To compare the breast cancer-specific survival rates of patients undergoing BCT, mastectomy alone, or mastectomy with radiation using a contemporary cohort of patients.

DESIGN, SETTING, AND PARTICIPANTS: We performed univariate, multivariate logistic regression, and propensity analyses to compare the hazard of death for female patients with early-stage invasive ductal carcinoma treated with BCT, mastectomy alone, or mastectomy with radiation during the period from 1998 to 2008. The data were extracted from the Surveillance, Epidemiology, and End Results database. Early-stage breast cancer was defined as having a tumor size of 4 cm or smaller with 3 or less positive lymph nodes.

EXPOSURE

Breast conservation therapy, mastectomy alone, or mastectomy with radiation.
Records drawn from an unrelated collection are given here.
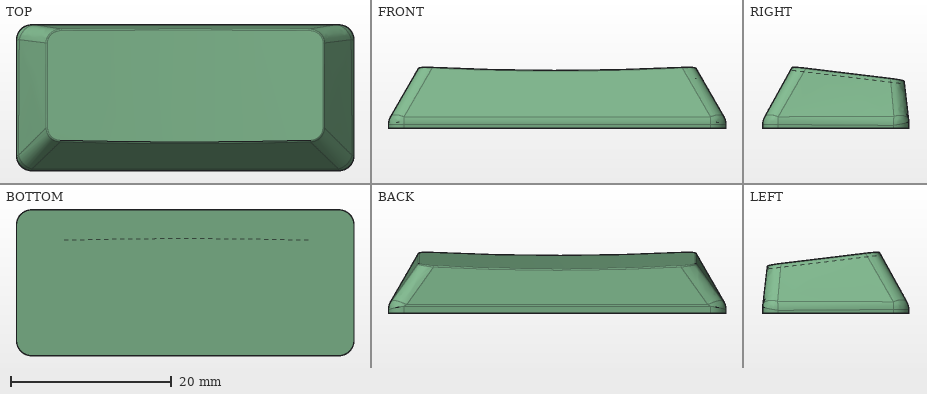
import cadquery as cq
import math

length = 41.95
width = 18.17
skirt_height = 1.0
rounding_radius = 1.95

side_inset = 3.78
front_inset = 3.75
back_inset = 0.6
front_height = 7.75
back_height = 6.1
top_edge_radius = 0.2

dish_half_width = 18.05
dish_depth = 0.55
cutter_reach = length

half_length = length / 2
half_width = width / 2
top_front = -half_width + front_inset
top_back = half_width - back_inset
top_slope = math.atan2(front_height - back_height, top_back - top_front)


def rectangle(half_span, front, back, front_z, back_z):
    """Closed rectangular wire, tilted when its front and back heights differ."""
    return cq.Wire.makePolygon(
        [
            cq.Vector(-half_span, front, front_z),
            cq.Vector(half_span, front, front_z),
            cq.Vector(half_span, back, back_z),
            cq.Vector(-half_span, back, back_z),
        ],
        close=True,
    )


def rounded_block():
    """Vertical skirt below four leaning walls, with every corner and the seam rounded."""
    seam = rectangle(half_length, -half_width, half_width, skirt_height, skirt_height)
    top = rectangle(half_length - side_inset, top_front, top_back, front_height, back_height)
    walls = cq.Solid.makeLoft([seam, top], ruled=True)
    skirt = cq.Workplane("XY").rect(length, width).extrude(skirt_height)
    block = skirt.union(cq.Workplane(walls))
    bottom_and_top_edges = block.faces("<Z or >Z").edges().vals()
    rounded_edges = [edge for edge in block.edges().vals() if edge not in bottom_and_top_edges]
    return block.newObject(rounded_edges).fillet(rounding_radius)


def dish_cutter():
    """Everything above a cylindrical dish whose axis follows the slope of the top."""
    across_slope = cq.Plane(
        origin=(0, top_back, back_height),
        xDir=(1, 0, 0),
        normal=(0, -math.cos(top_slope), math.sin(top_slope)),
    )
    return (
        cq.Workplane(across_slope)
        .moveTo(-dish_half_width, 0)
        .threePointArc((0, -dish_depth), (dish_half_width, 0))
        .lineTo(dish_half_width, cutter_reach)
        .lineTo(-dish_half_width, cutter_reach)
        .close()
        .extrude(cutter_reach, both=True)
    )


keycap = rounded_block().cut(dish_cutter())
result = keycap.faces(">Z").edges().fillet(top_edge_radius)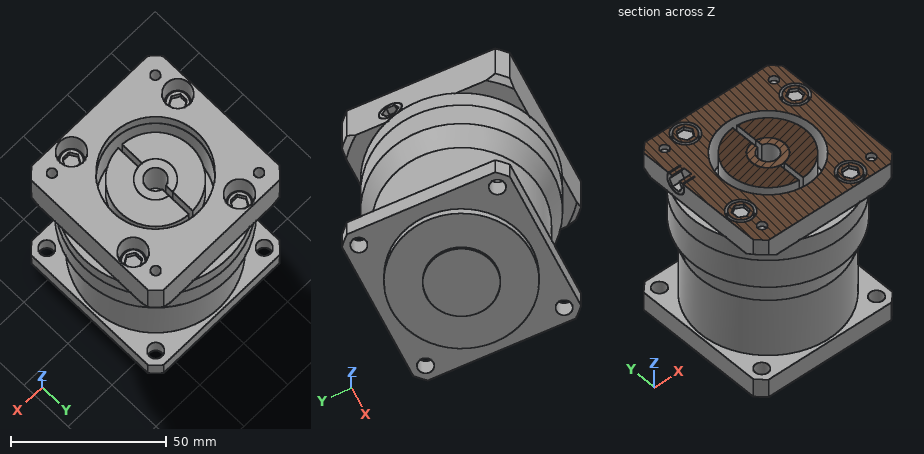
import cadquery as cq
import math

QUARTER_TURN = 90.0

TOTAL_HEIGHT = 85.0
OUTPUT_DISC_HEIGHT = 1.0
FLANGE_BOTTOM = 4.0
FLANGE_TOP = 12.0
TAPER_BOTTOM = 37.0
TAPER_TOP = 46.4
HOUSING_TOP = 58.6
BLOCK_BOTTOM = 66.5

SQUARE_SIDE = 60.0
CORNER_DIAMETER = 80.0
DIAGONAL = 45.0
BLOCK_CORNER_CHAMFER = 2.0

HEAD_DIAMETER = 65.0
BARREL_DIAMETER = 58.0
PILOT_DIAMETER = 50.0
OUTPUT_DISC_DIAMETER = 25.0
FLANGE_HOLE_DIAMETER = 5.5
FLANGE_HOLE_CIRCLE = 69.95

SHAFT_DIAMETER = 14.0
SHAFT_BORE = 8.0
SHOULDER_DIAMETER = 20.0
SLOT_WIDTH = 1.7

COLLAR_DIAMETER = 32.1
COLLAR_TOP = 78.7
COLLAR_HEIGHT = 11.9
COLLAR_BOTTOM = COLLAR_TOP - COLLAR_HEIGHT
COLLAR_WEB_HEIGHT = 1.7

OPENING_DIAMETER = 38.25
REGISTER_DIAMETER = 38.3

MOTOR_HOLE_DIAMETER = 3.4
MOTOR_HOLE_CIRCLE = 66.6
MOTOR_HOLE_DEPTH = 11.9
DRILL_POINT_ANGLE = 118.0

SCREW_CIRCLE = 55.9
SCREW_FIRST_ANGLE = 30.0
COUNTERBORE_DIAMETER = 10.2
COUNTERBORE_DEPTH = 13.6
SCREW_HEAD_DIAMETER = 8.5
SCREW_HEAD_HEIGHT = 5.0
SCREW_HEAD_CHAMFER = 0.4
SCREW_SOCKET_DEPTH = 2.55
HEX_FLATS = 5.2

PLUG_Y = 11.0
PLUG_Z = 72.9
PLUG_DIAMETER = 8.0
PLUG_GAP = 0.2
PLUG_GAP_DEPTH = 5.1
PLUG_SOCKET_DEPTH = 5.1


def cylinder(diameter, bottom, top):
    return cq.Workplane("XY").workplane(offset=bottom).circle(diameter / 2).extrude(top - bottom)


def square_plate(bottom, top):
    """Square plate whose corners are turned down to a common diameter."""
    base = cq.Workplane("XY").workplane(offset=bottom)
    square = base.rect(SQUARE_SIDE, SQUARE_SIDE).extrude(top - bottom)
    return square.intersect(cylinder(CORNER_DIAMETER, bottom, top))


def circle_points(circle_diameter, first_angle):
    """Four points a quarter turn apart on a circle around the main axis."""
    radius = circle_diameter / 2
    angles = [math.radians(first_angle + QUARTER_TURN * i) for i in range(4)]
    return [(radius * math.cos(a), radius * math.sin(a)) for a in angles]


def hex_diameter(flats):
    """Corner-to-corner size of a hexagon, from its size across flats."""
    return flats / math.cos(math.pi / 6)


def slot(y_start, y_end, bottom, top):
    """Box of the slot width, centred on X = 0."""
    box = cq.Workplane("XY").box(SLOT_WIDTH, y_end - y_start, top - bottom, centered=(True, False, False))
    return box.translate((0, y_start, bottom))


def make_housing():
    profile = [
        (0, FLANGE_BOTTOM),
        (BARREL_DIAMETER / 2, FLANGE_BOTTOM),
        (BARREL_DIAMETER / 2, TAPER_BOTTOM),
        (HEAD_DIAMETER / 2, TAPER_TOP),
        (HEAD_DIAMETER / 2, HOUSING_TOP),
        (0, HOUSING_TOP),
    ]
    housing = cq.Workplane("XZ").polyline(profile).close().revolve(360, (0, 0), (0, 1))

    flange_holes = (
        cq.Workplane("XY")
        .workplane(offset=FLANGE_BOTTOM)
        .pushPoints(circle_points(FLANGE_HOLE_CIRCLE, DIAGONAL))
        .circle(FLANGE_HOLE_DIAMETER / 2)
        .extrude(FLANGE_TOP - FLANGE_BOTTOM)
    )
    housing = housing.union(square_plate(FLANGE_BOTTOM, FLANGE_TOP).cut(flange_holes))

    housing = housing.union(cylinder(PILOT_DIAMETER, OUTPUT_DISC_HEIGHT, FLANGE_BOTTOM))
    housing = housing.union(cylinder(OUTPUT_DISC_DIAMETER, 0, OUTPUT_DISC_HEIGHT))

    shaft = cylinder(SHOULDER_DIAMETER, HOUSING_TOP, COLLAR_BOTTOM)
    shaft = shaft.union(cylinder(SHAFT_DIAMETER, COLLAR_BOTTOM, COLLAR_TOP))
    shaft = shaft.cut(cylinder(SHAFT_BORE, HOUSING_TOP, COLLAR_TOP))
    shaft = shaft.cut(slot(0, SHAFT_DIAMETER / 2, HOUSING_TOP, COLLAR_TOP))
    return housing.union(shaft)


def make_collar():
    """Ring split on both sides, its halves joined by a low web at the inner end of the -Y slot."""
    collar = cylinder(COLLAR_DIAMETER, COLLAR_BOTTOM, COLLAR_TOP)
    collar = collar.cut(cylinder(SHAFT_DIAMETER, COLLAR_BOTTOM, COLLAR_TOP))
    collar = collar.cut(slot(0, COLLAR_DIAMETER / 2, COLLAR_BOTTOM, COLLAR_TOP))
    web_top = COLLAR_BOTTOM + COLLAR_WEB_HEIGHT
    collar = collar.cut(slot(-COLLAR_DIAMETER / 2, 0, web_top, COLLAR_TOP))
    return collar.cut(slot(-COLLAR_DIAMETER / 2, -SHOULDER_DIAMETER / 2, COLLAR_BOTTOM, COLLAR_TOP))


def motor_hole():
    """Drilled hole with a conical end, as a solid whose mouth is at the origin."""
    radius = MOTOR_HOLE_DIAMETER / 2
    point_length = radius / math.tan(math.radians(DRILL_POINT_ANGLE / 2))
    profile = [
        (0, 0),
        (radius, 0),
        (radius, -MOTOR_HOLE_DEPTH),
        (0, -MOTOR_HOLE_DEPTH - point_length),
    ]
    return cq.Workplane("XZ").polyline(profile).close().revolve(360, (0, 0), (0, 1))


def screw_head():
    """Socket head standing on the XY plane, with two hexagon corners along X."""
    head = cylinder(SCREW_HEAD_DIAMETER, 0, SCREW_HEAD_HEIGHT).faces(">Z").chamfer(SCREW_HEAD_CHAMFER)
    return head.faces(">Z").workplane().polygon(6, hex_diameter(HEX_FLATS)).cutBlind(-SCREW_SOCKET_DEPTH)


def make_adapter():
    bevel = cylinder(CORNER_DIAMETER, BLOCK_BOTTOM, TOTAL_HEIGHT).faces("<Z").chamfer(BLOCK_CORNER_CHAMFER)
    adapter = square_plate(BLOCK_BOTTOM, TOTAL_HEIGHT).intersect(bevel)
    adapter = adapter.union(cylinder(HEAD_DIAMETER, HOUSING_TOP, BLOCK_BOTTOM))

    adapter = adapter.cut(cylinder(OPENING_DIAMETER, HOUSING_TOP, TOTAL_HEIGHT))
    adapter = adapter.cut(cylinder(REGISTER_DIAMETER, COLLAR_TOP, TOTAL_HEIGHT))

    for x, y in circle_points(MOTOR_HOLE_CIRCLE, DIAGONAL):
        adapter = adapter.cut(motor_hole().translate((x, y, TOTAL_HEIGHT)))

    floor = TOTAL_HEIGHT - COUNTERBORE_DEPTH
    counterbore = cylinder(COUNTERBORE_DIAMETER, floor, TOTAL_HEIGHT)
    for i, (x, y) in enumerate(circle_points(SCREW_CIRCLE, SCREW_FIRST_ANGLE)):
        head = screw_head().rotate((0, 0, 0), (0, 0, 1), QUARTER_TURN * (i + 1))
        adapter = adapter.cut(counterbore.translate((x, y, 0)))
        adapter = adapter.union(head.translate((x, y, floor)))

    side = cq.Workplane("YZ", origin=(-SQUARE_SIDE / 2, PLUG_Y, PLUG_Z))
    groove = side.circle(PLUG_DIAMETER / 2 + PLUG_GAP).circle(PLUG_DIAMETER / 2).extrude(PLUG_GAP_DEPTH)
    socket = side.polygon(6, hex_diameter(HEX_FLATS)).extrude(PLUG_SOCKET_DEPTH)
    return adapter.cut(groove).cut(socket)


housing = make_housing()
adapter = make_adapter()
collar = make_collar()
result = cq.Compound.makeCompound([housing.val(), adapter.val(), collar.val()])

MAIN OUTCOMES AND MEASURES

Hazard of death due to breast cancer for patients undergoing BCT, mastectomy alone, or mastectomy with radiation.

RESULTS

A total of 132,149 patients were included in this analysis. Breast conservation therapy was used to treat 70% of patients, mastectomy alone was used to treat 27% of patients, and mastectomy with radiation was used to treat 3% of patients. The 5-year breast cancer-specific survival rates of patients who underwent BCT, a mastectomy alone, or a mastectomy with radiation were 97%, 94%, and 90%, respectively (P < .001); the 10-year breast cancer-specific survival rates were 94%, 90%, and 83%, respectively (P < .001). Multivariate analysis showed that women undergoing BCT had a higher survival rate than those undergoing mastectomy alone (hazard ratio, 1.31; P < .001) or mastectomy with radiation (hazard ratio, 1.47; P < .001). When propensity score stratification was used, the effect of treatment method on survival was similar.

CONCLUSIONS AND RELEVANCE

Patients who underwent BCT have a higher breast cancer-specific survival rate compared with those treated with mastectomy alone or mastectomy with radiation for early-stage invasive ductal carcinoma. Further investigation is warranted to understand what may be contributing to this effect.

摘要

重要性

据我们所知,目前尚无直接比较保乳治疗(BCT)与乳房切除术后生存情况的近期研究。

目的

使用当代患者队列比较接受 BCT、单纯乳房切除术或乳房切除术加放疗的患者的乳腺癌特异性生存率。

设计、设置和参与者:我们进行了单变量、多变量逻辑回归和倾向分析,以比较 1998 年至 2008 年期间接受 BCT、单纯乳房切除术或乳房切除术加放疗治疗的早期浸润性导管癌女性患者的死亡风险。数据取自监测、流行病学和最终结果数据库。早期乳腺癌定义为肿瘤大小为 4cm 或更小,有 3 个或更少的阳性淋巴结。

暴露

保乳治疗、单纯乳房切除术或乳房切除术加放疗。

主要结果和测量指标

接受 BCT、单纯乳房切除术或乳房切除术加放疗的患者因乳腺癌导致的死亡风险。

结果

共纳入 132149 例患者。70%的患者接受 BCT 治疗,27%的患者接受单纯乳房切除术治疗,3%的患者接受乳房切除术加放疗治疗。接受 BCT、单纯乳房切除术或乳房切除术加放疗的患者,5 年乳腺癌特异性生存率分别为 97%、94%和 90%(P<0.001);10 年乳腺癌特异性生存率分别为 94%、90%和 83%(P<0.001)。多变量分析显示,与单纯乳房切除术(风险比,1.31;P<0.001)或乳房切除术加放疗(风险比,1.47;P<0.001)相比,行 BCT 的女性患者生存率更高。当采用倾向评分分层时,治疗方法对生存的影响相似。

结论和相关性

与接受单纯乳房切除术或乳房切除术加放疗的患者相比,接受 BCT 的早期浸润性导管癌患者的乳腺癌特异性生存率更高。需要进一步研究以了解可能导致这种效果的原因。